** Material to process **

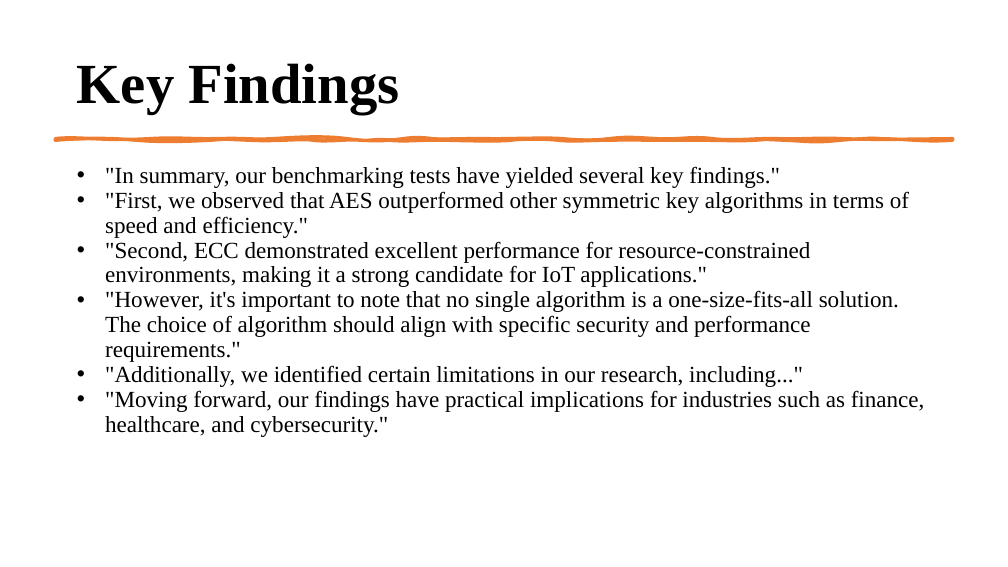
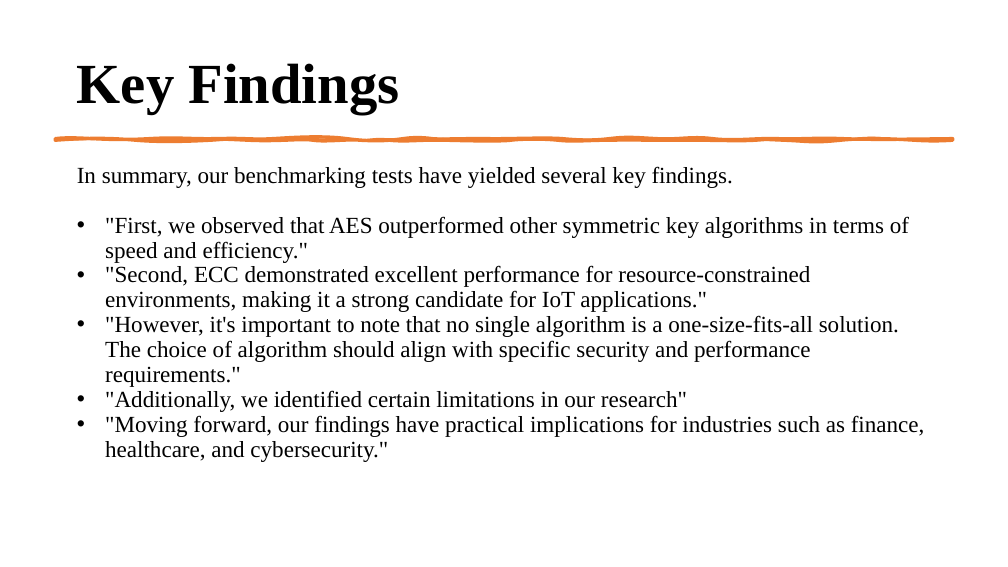
Before and after one commit to MahmudJion/7COM1039-0109-2022---Advanced-Computer-Science-Masters-Project, a slide deck: slide 12 of Presentation/demonstration.pptx. Drawn at 1008x567 pixels with LibreOffice and Linux fonts; fonts in the diff are those of the drawing. Boxes give left, top, right and bottom in pixels: in the first picture for what was removed or moved away, otherwise in the second. Text is boxed around its words. In the diff, an @@ line names an element or a change of style, - is before the commit and + after.

```diff
--- a/Presentation/demonstration.pptx
+++ b/Presentation/demonstration.pptx
@@ text at [77, 166, 733, 188]: text changed @@
-• "In summary, our benchmarking tests have yielded several key findings."
+In summary, our benchmarking tests have yielded several key findings.
@@ text at [105, 390, 687, 412]: text changed @@
-• "Additionally, we identified certain limitations in our research, including..."
+• "Additionally, we identified certain limitations in our research"
```
Also in this commit, not shown: 3 other slides changed.
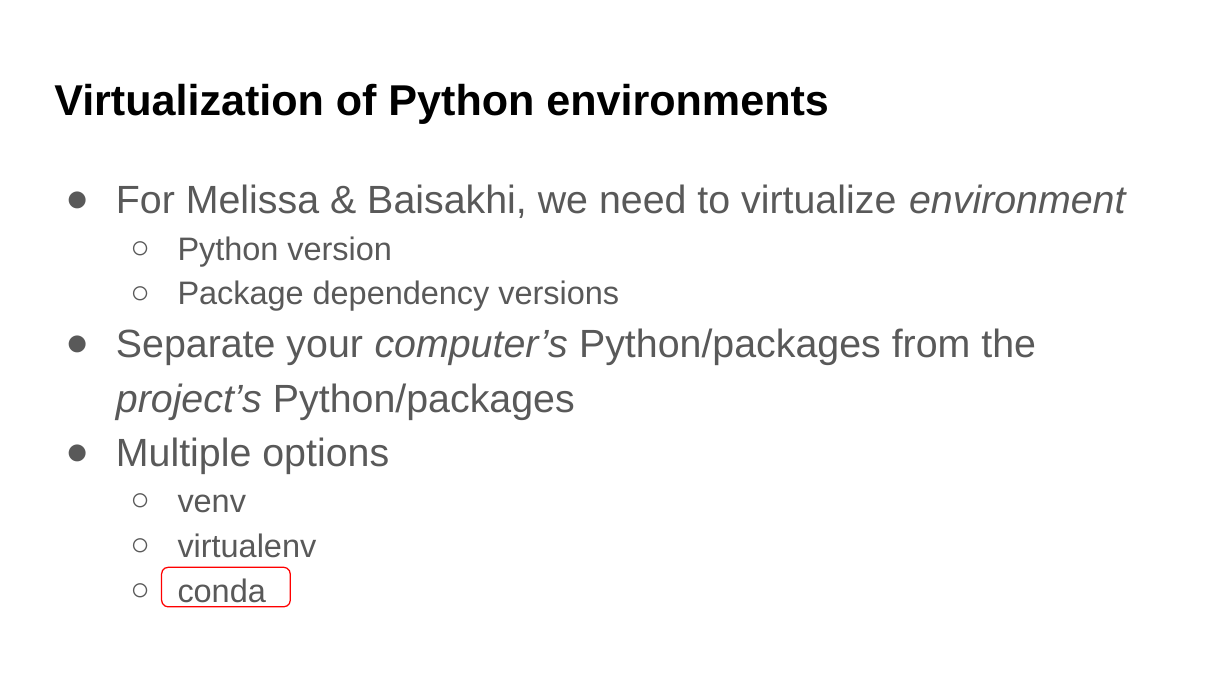
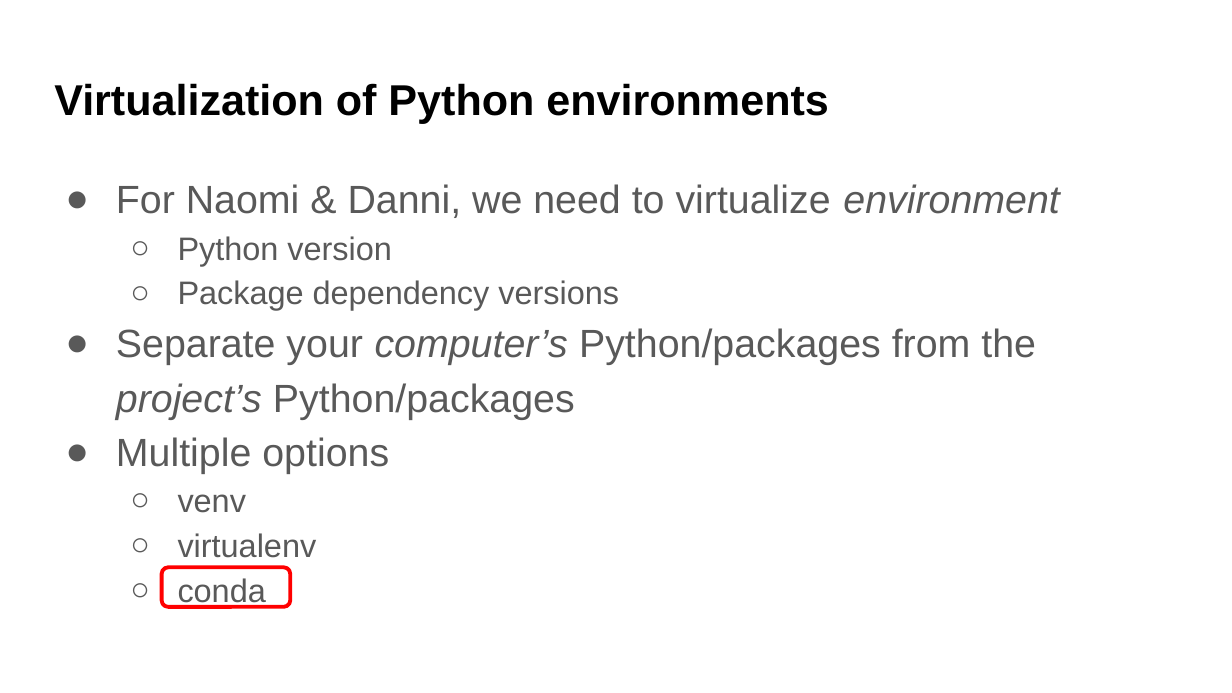
Before and after one commit to UWDATA515/lecture-materials, a slide deck: slide 11 of 07/DATA515_07_VirtualEnvironments.pptx (slide 12 before the commit). Drawn at 1232x693 pixels with LibreOffice and Linux fonts; fonts in the diff are those of the drawing; background and template pictures are left out. Boxes give left, top, right and bottom in pixels: in the first picture for what was removed or moved away, otherwise in the second. Text is boxed around its words. In the diff, an @@ line names an element or a change of style, - is before the commit and + after.

```diff
--- a/07/DATA515_07_VirtualEnvironments.pptx
+++ b/07/DATA515_07_VirtualEnvironments.pptx
@@ text at (116, 184, 1059, 218): text changed @@
-● For Melissa & Baisakhi, we need to virtualize environment
+● For Naomi & Danni, we need to virtualize environment
@@ rounded rectangle at (161, 568, 290, 607): outline #FF0000 0.75 pt to #FF0000 2.25 pt @@
```
Also in this commit, not shown: 14 other slides changed, 1 slide added, 2 slides removed, 5 other files.

** Task item **
Lines containing the word "several": copy each of them from the material.

** Exercise answer **
-• "In summary, our benchmarking tests have yielded several key findings."
+In summary, our benchmarking tests have yielded several key findings.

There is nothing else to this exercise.